__Task description__: Reproduce the records that follow exactly; any picture among them stays out.

__Available records__:
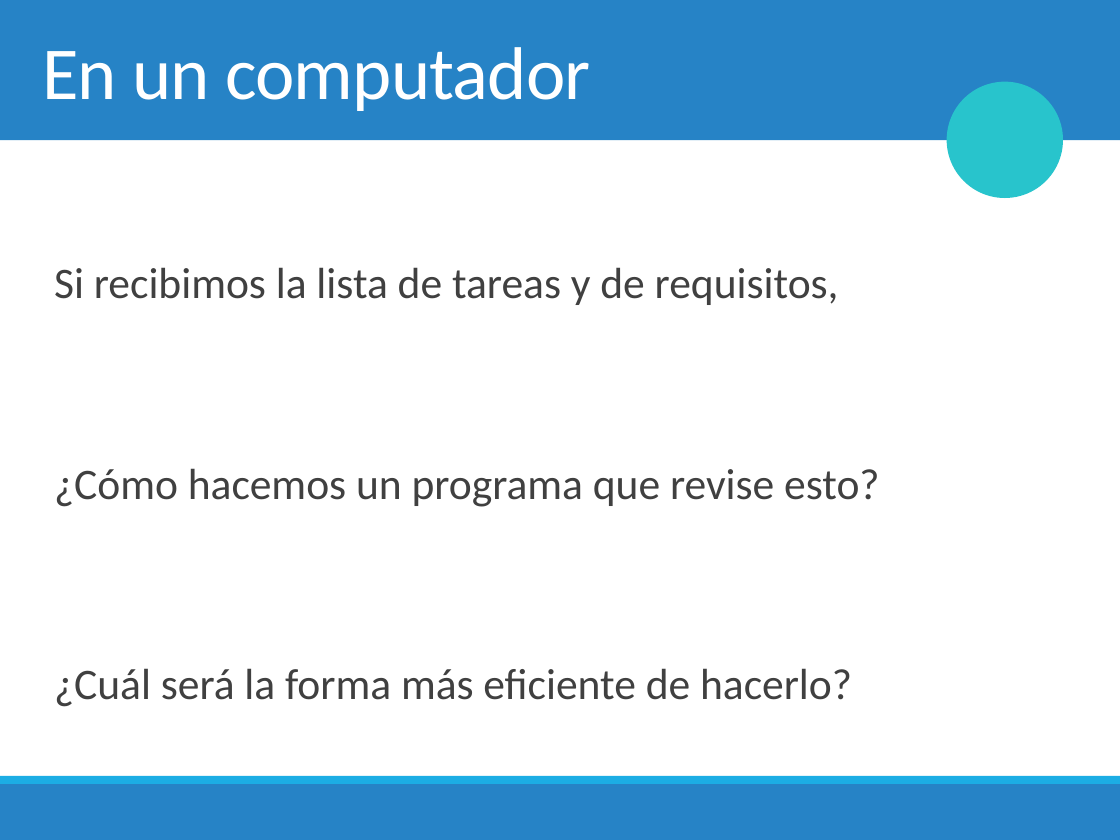
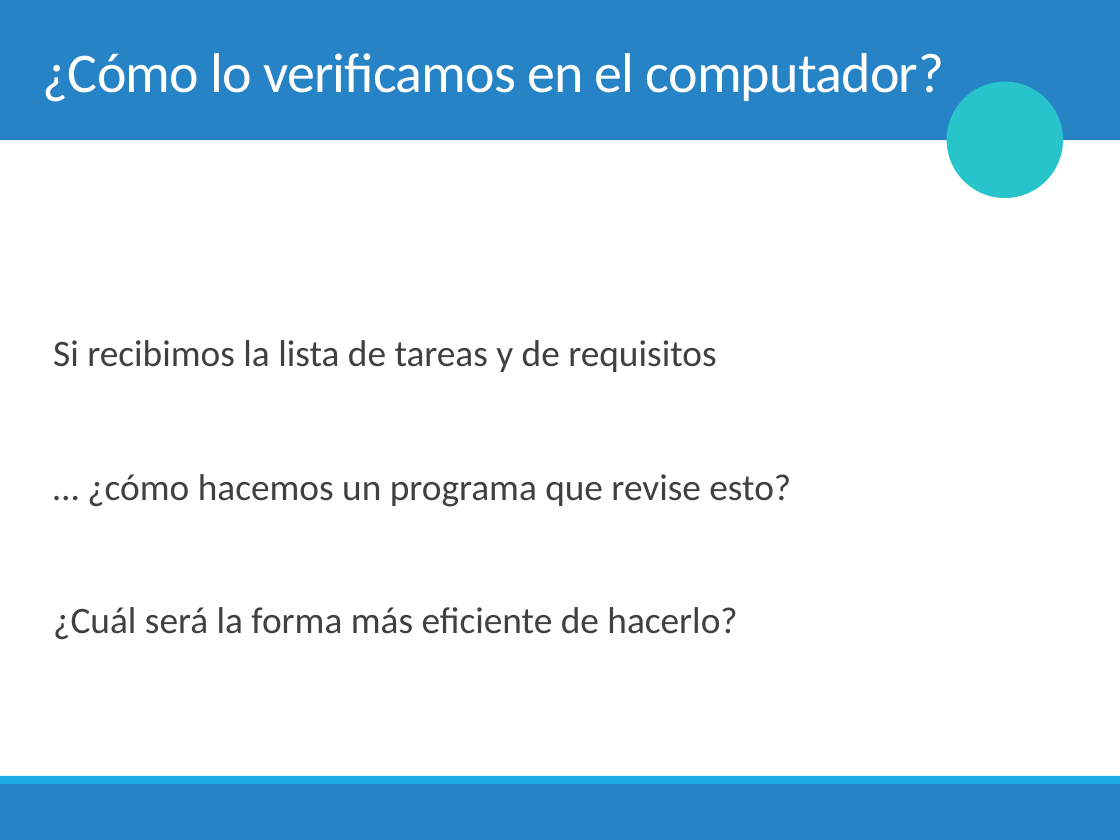
Before and after one commit to mplazadelosreyes/2018-2, a slide deck: slide 3 of Clases/13. Grafos & Depth First Search.pptx. Drawn at 1120x840 pixels with LibreOffice and Linux fonts; fonts in the diff are those of the drawing; background and template pictures are left out. Boxes give left, top, right and bottom in pixels: in the first picture for what was removed or moved away, otherwise in the second. Text is boxed around its words. In the diff, an @@ line names an element or a change of style, - is before the commit and + after.

```diff
--- a/Clases/13. Grafos & Depth First Search.pptx
+++ b/Clases/13. Grafos & Depth First Search.pptx
@@ title at (x1=42, y1=53, x2=944, y2=102): text changed; size 48 to 36 pt @@
-En un computador
+¿Cómo lo verificamos en el computador?
@@ text "Si recibimos la lista de ..." at (x1=53, y1=340, x2=791, y2=640): vertical alignment top to middle @@
@@ text at (x1=53, y1=340, x2=791, y2=507): text changed; size 28 to 24 pt @@
-  Si recibimos la lista de tareas y de requisitos,
-  ¿Cómo hacemos un programa que revise esto?
+  Si recibimos la lista de tareas y de requisitos
+  … ¿cómo hacemos un programa que revise esto?
@@ text at (x1=53, y1=607, x2=737, y2=640): size 28 to 24 pt in "¿Cuál será la forma más eficiente de ..."; line spacing 1.5 to 1 @@
```
Also in this commit, not shown: 41 other slides changed, 23 slides added, 1 slide removed, 5 other files.

__Solution for this problem__:
Before and after one commit to mplazadelosreyes/2018-2, a slide deck: slide 3 of Clases/13. Grafos & Depth First Search.pptx. Drawn at 1120x840 pixels with LibreOffice and Linux fonts; fonts in the diff are those of the drawing; background and template pictures are left out. Boxes give left, top, right and bottom in pixels: in the first picture for what was removed or moved away, otherwise in the second. Text is boxed around its words. In the diff, an @@ line names an element or a change of style, - is before the commit and + after.

```diff
--- a/Clases/13. Grafos & Depth First Search.pptx
+++ b/Clases/13. Grafos & Depth First Search.pptx
@@ title at (x1=42, y1=53, x2=944, y2=102): text changed; size 48 to 36 pt @@
-En un computador
+¿Cómo lo verificamos en el computador?
@@ text "Si recibimos la lista de ..." at (x1=53, y1=340, x2=791, y2=640): vertical alignment top to middle @@
@@ text at (x1=53, y1=340, x2=791, y2=507): text changed; size 28 to 24 pt @@
-  Si recibimos la lista de tareas y de requisitos,
-  ¿Cómo hacemos un programa que revise esto?
+  Si recibimos la lista de tareas y de requisitos
+  … ¿cómo hacemos un programa que revise esto?
@@ text at (x1=53, y1=607, x2=737, y2=640): size 28 to 24 pt in "¿Cuál será la forma más eficiente de ..."; line spacing 1.5 to 1 @@
```
Also in this commit, not shown: 41 other slides changed, 23 slides added, 1 slide removed, 5 other files.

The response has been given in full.